The two year project will first
Posted: Thu Jul 10, 2025 8:52 am
Archived web data from IA’s general web collections will be used in the project. Because translations are particularly scarce for Icelandic, Croatian, Norwegian, and Irish, the IA will also use customized internal language classification tools to prioritize and extract data in these languages from archived websites in its collections.
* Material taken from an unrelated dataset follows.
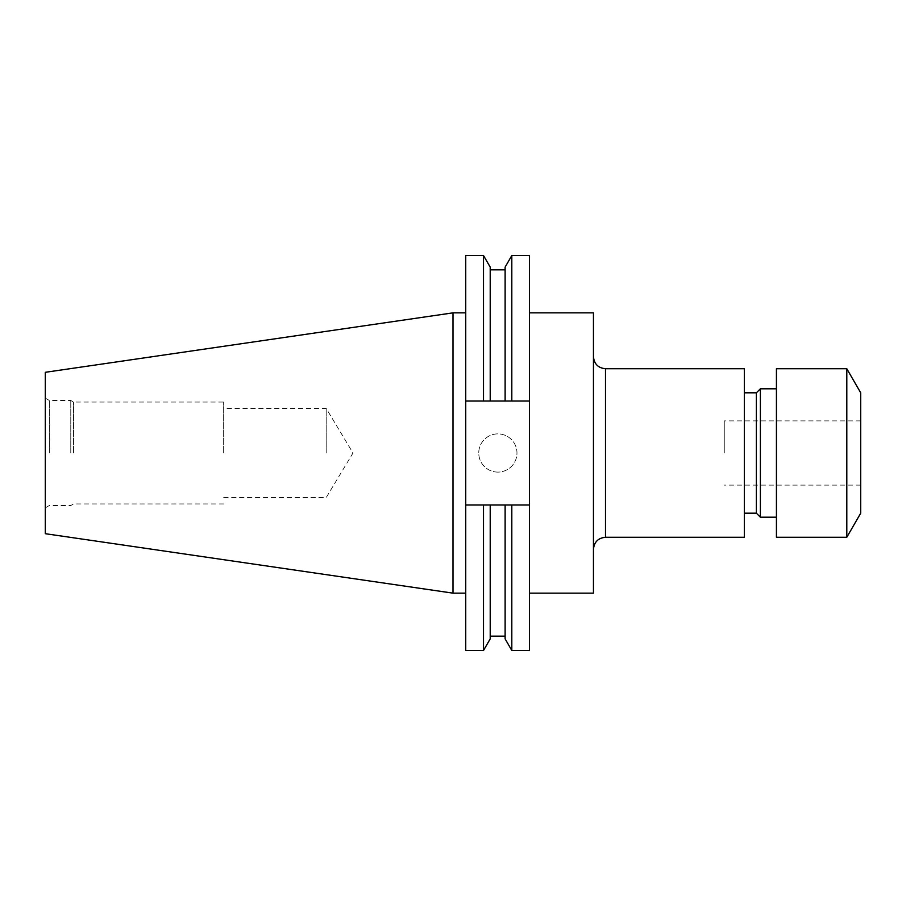 <?xml version="1.0" encoding="UTF-8"?>
<svg xmlns="http://www.w3.org/2000/svg" width="906" height="906" viewBox="0 0 906 906"><rect width="100%" height="100%" fill="white"/><g stroke="black" fill="none" stroke-linecap="round" stroke-linejoin="round"><path stroke-width="0.68" stroke-dasharray="4.53 3.4" d="M724.268 453L724.268 420.894L724.268 453M860.7 392.808L860.7 513.192M593.453 593.147L593.453 312.853M846.804 368.731L846.804 537.269M776.431 368.731L776.431 537.269M760.383 388.799L760.383 517.201M756.363 392.808L756.363 513.192M744.324 368.731L744.324 537.269M497.858 472.105A19.117 19.117 0 0 1 478.753 453A19.117 19.117 0 0 1 497.858 433.883A19.117 19.117 0 0 1 516.975 453A19.117 19.117 0 0 1 497.858 472.105A19.117 19.117 0 0 1 478.753 453A19.117 19.117 0 0 1 497.858 433.883A19.117 19.117 0 0 1 516.975 453A19.117 19.117 0 0 1 497.858 472.105M529.444 453L529.444 593.147L529.444 453M326.194 453L326.194 408.413L326.194 453M223.669 453L223.669 402.038L223.669 453M73.511 453L73.511 402.038L73.511 453M70.781 453L70.781 400.463L70.781 453M49.309 453L49.309 400.463L49.309 453M45.3 533.691L45.3 372.309M453 593.147L453 312.853M465.741 453L465.741 593.147L465.741 453M465.741 650.485L465.741 401.018L490.214 401.018L490.214 269.841L490.214 401.018L505.118 401.018L505.118 269.841L505.118 401.018L529.444 401.018L529.444 255.515M529.444 650.485L529.444 504.982L505.118 504.982L505.118 636.159L505.118 504.982L490.214 504.982L490.214 636.159L490.214 504.982L465.741 504.982L529.444 504.982L465.741 504.982M529.444 401.018L465.741 401.018L529.444 401.018L529.444 504.982M511.811 401.018L511.811 255.515M511.811 650.485L511.811 504.982M505.118 401.018L505.118 267.123M505.118 638.877L505.118 504.982M490.214 401.018L490.214 267.123M490.214 638.877L490.214 504.982M483.51 401.018L483.51 255.515M483.51 650.485L483.51 504.982M465.741 401.018L465.741 255.515M45.3 453L45.3 507.858L45.3 453M744.324 453L744.324 392.808L744.324 453M860.7 453L860.7 485.106L860.7 453M605.491 537.269L605.491 368.731M860.7 420.894L724.268 420.894M223.669 497.587L326.194 497.587L352.989 453L326.194 408.413L223.669 408.413M45.3 398.142L49.309 400.463L70.781 400.463L73.511 402.038L223.669 402.038M223.669 503.963L73.511 503.963L70.781 505.537L49.309 505.537L45.3 507.858M860.7 485.106L724.268 485.106"/><path stroke-width="1.36" d="M846.804 537.269L860.7 513.192L860.7 392.808L846.804 368.731L776.431 368.731L776.431 537.269L846.804 537.269L846.804 368.731M776.431 517.201L760.383 517.201L760.383 388.799L756.363 392.808L744.324 392.808M760.383 517.201L756.363 513.192L756.363 392.808M605.491 537.269L744.324 537.269L744.324 368.731L605.491 368.731L605.491 537.269C598.175 537.983 594.166 541.992 593.453 549.308M529.444 312.853L593.453 312.853L593.453 593.147L529.444 593.147M453 593.147L453 312.853L45.3 372.309L45.3 533.691L453 593.147L465.741 593.147M511.811 401.018L511.811 255.515L529.444 255.515L529.444 401.018L465.741 401.018L465.741 504.982L529.444 504.982L529.444 401.018M529.444 504.982L529.444 650.485L511.811 650.485L511.811 504.982M511.811 255.526L505.118 267.123L505.118 401.018M505.118 504.982L505.118 638.877L511.811 650.474M465.741 401.018L465.741 255.515L483.51 255.515L490.214 267.123L490.214 401.018M490.214 504.982L490.214 638.877L483.51 650.485L483.51 504.982M483.51 255.515L483.51 401.018M465.741 504.982L465.741 650.485L483.51 650.485M605.491 368.731C598.175 368.017 594.166 364.008 593.453 356.692M756.363 513.192L744.324 513.192M490.214 269.841L505.118 269.841M490.214 636.159L505.118 636.159M453 312.853L465.741 312.853M776.431 388.799L760.383 388.799"/></g></svg>
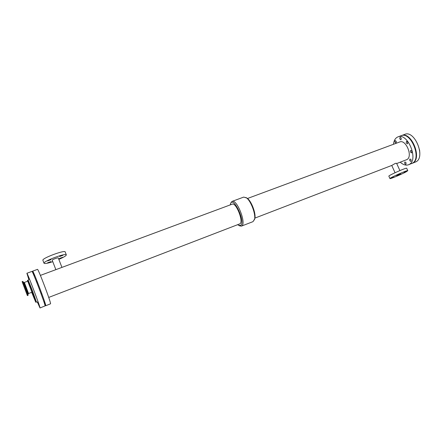 <?xml version="1.0" encoding="UTF-8"?>
<svg xmlns="http://www.w3.org/2000/svg" width="442" height="442" viewBox="0 0 442 442"><rect width="100%" height="100%" fill="white"/><g stroke="black" fill="none" stroke-linecap="round" stroke-linejoin="round"><path stroke-width="0.66" d="M36.83 280.659L37.437 282.432L36.83 280.659M33.725 274.957L34.553 276.924M44.404 301.345L44.99 303.052L44.404 301.345M41.261 292.234L41.857 293.98L41.261 292.234M33.841 273.747L34.443 275.51L33.841 273.747M44.41 302.582L44.985 304.262L44.41 302.582M401.22 138.125L401.004 139.805C399.761 139.324 399.463 138.501 400.104 137.324L401.22 138.125M406.082 162.755L405.894 164.358C404.657 163.905 404.336 163.092 404.938 161.927L406.082 162.755M407.723 142.164L407.502 143.849C406.231 143.374 405.922 142.539 406.574 141.346L407.723 142.164M396.292 141.374L396.093 143.026C394.883 142.551 394.584 141.733 395.203 140.578L396.292 141.374M411.159 159.794L410.961 161.424C409.695 160.971 409.369 160.148 409.994 158.96L411.159 159.794M411.889 151.225L411.673 152.888C410.391 152.424 410.071 151.595 410.717 150.396L411.889 151.225M50.929 261.576L47.592 262.813L50.929 261.576M62.648 257.288L59.35 258.515L62.648 257.288M51.04 259.636L47.642 260.89L51.04 259.636M62.957 255.288L59.604 256.531L62.957 255.288M406.535 171.203L404.054 172.247L406.535 171.203M401.435 174.054L398.993 175.082L401.435 174.054M398.491 174.358L395.999 175.408L398.491 174.358M393.479 177.181L391.021 178.209L393.479 177.181M48.719 297.433L240 223.785C243.796 221.602 236.045 202.093 232.216 204.171L40.388 275.399M61.946 267.393L58.267 257.918C58.222 257.332 52.084 259.609 52.2 260.172L55.858 269.653M58.841 259.393C63.781 257.25 66.278 255.736 66.322 254.857C66.261 252.658 43.421 261.134 44.012 263.167L44.029 263.255C44.681 263.88 47.598 263.36 52.775 261.686M66.322 254.857L65.178 251.918C65.096 249.664 42.255 258.1 42.863 260.189L44.029 263.255M254.885 218.11L391.805 165.43L395.336 163.374L396.579 163.275L399.905 170.573M400.585 173.966L396.794 175.557L400.585 173.966M389.954 178.579L388.861 176.17C387.993 175.634 406.789 167.286 406.69 168.258L407.795 170.678L406.364 171.7C402.098 174.131 389.827 179.275 389.954 178.579C389.104 178.087 407.916 169.75 407.795 170.678M230.238 204.906L230.823 202.895L232.044 201.408L243.735 197.088L246.785 198.022C251.227 200.281 256.526 214.298 254.691 218.928L253.017 221.641L241.393 226.133L239.492 225.829L237.724 224.713M245.896 197.491C250.647 199.9 256.338 214.961 254.371 219.917M230.475 203.895C233.111 195.154 245.901 221.939 240.686 225.398L238.575 225.315M232.044 201.408C236.846 198.795 246.559 223.265 241.763 225.928L241.393 226.133M33.443 274.311L32.647 271.15C32.995 269.78 46.195 304.521 45.753 305.654L44.233 302.847M32.647 271.15L37.465 269.382C37.962 267.957 51.134 302.604 50.548 303.792L45.725 305.742M247.47 198.502L399.717 141.97C405.922 139.081 413.115 156.529 406.955 159.551L396.701 163.546M393.479 144.285C393.916 140.412 395.402 137.943 397.944 136.887C407.668 132.346 418.933 159.866 409.193 164.446L408.485 164.783C405.883 165.667 403.137 164.8 400.242 162.181M397.944 136.887L401.071 135.733C410.861 131.175 422.11 158.634 412.309 163.236L408.485 164.783M28.846 279.526L26.885 273.267L31.962 271.405C32.283 270.04 45.482 304.798 45.067 305.919L40.001 307.964L37.332 301.974M26.885 273.267C27.045 271.963 40.272 306.82 40.018 307.881L40.001 307.964M30.957 282.852L31.575 284.626L30.957 282.852M28.321 277.565L28.929 279.294L28.321 277.565M38.609 303.582L39.205 305.289L38.609 303.582M35.388 294.466L36.001 296.212L35.388 294.466M28.039 275.891L28.658 277.653L28.039 275.891M38.708 304.787L39.299 306.466L38.708 304.787M27.658 281.206L27.465 280.399C27.542 279.637 35.785 301.356 35.725 302.173L31.686 292.35M31.929 292.217L28.559 293.532L24.365 282.432L27.741 281.173L31.929 292.217M24.365 282.432L23.868 282.615L28.061 293.681L28.056 295.367L27.393 295.626L22.1 281.626L27.393 295.626M23.874 282.62L22.769 281.388L28.056 295.367M26.719 293.819L22.769 283.399L26.719 293.819M401.297 135.655L404.784 134.368C414.646 129.782 425.873 157.175 415.999 161.8L411.817 163.479M401.518 135.572C411.32 131.003 422.563 158.457 412.751 163.059L412.038 163.402M419.834 153.07L419.58 149.844M28.957 278.952L28.957 278.952C29.205 279.079 28.94 279.477 28.161 280.14L32.073 289.676L36.41 301.969L37.797 302.334M395.06 172.728L391.75 165.452M35.719 302.234L36.41 301.969M27.465 280.399L28.161 280.14M22.1 281.626L22.763 281.383M28.061 293.72L28.564 293.532"/></g></svg>

The partnership expands on IA’s ongoing effort to provide computational research services to large-scale data mining projects focusing on open-source technical developments for furthering the public good and open access to information and data. Other recent collaborations include providing web data for assessing the state of local online news whatsapp lead nationwide, analyzing historical corporate industry classifications, and mapping online social communities. As well, IA is expanding its work in making available custom extractions and datasets from its 20+ years of historical web data. For further information on IA’s web and data services, contact webservices at archive
focus on OSF Registrations data and expand to include other open access materials hosted on OSF. Later stage work will test interoperable approaches to sharing subsets of this data with other preservation networks such as LOCKSS, AP Trust, and individual university libraries. Together, IA and COS aim to lay the groundwork for seamless technical integration supporting the full lifecycle of data publishing, distribution, preservation, and perpetual access.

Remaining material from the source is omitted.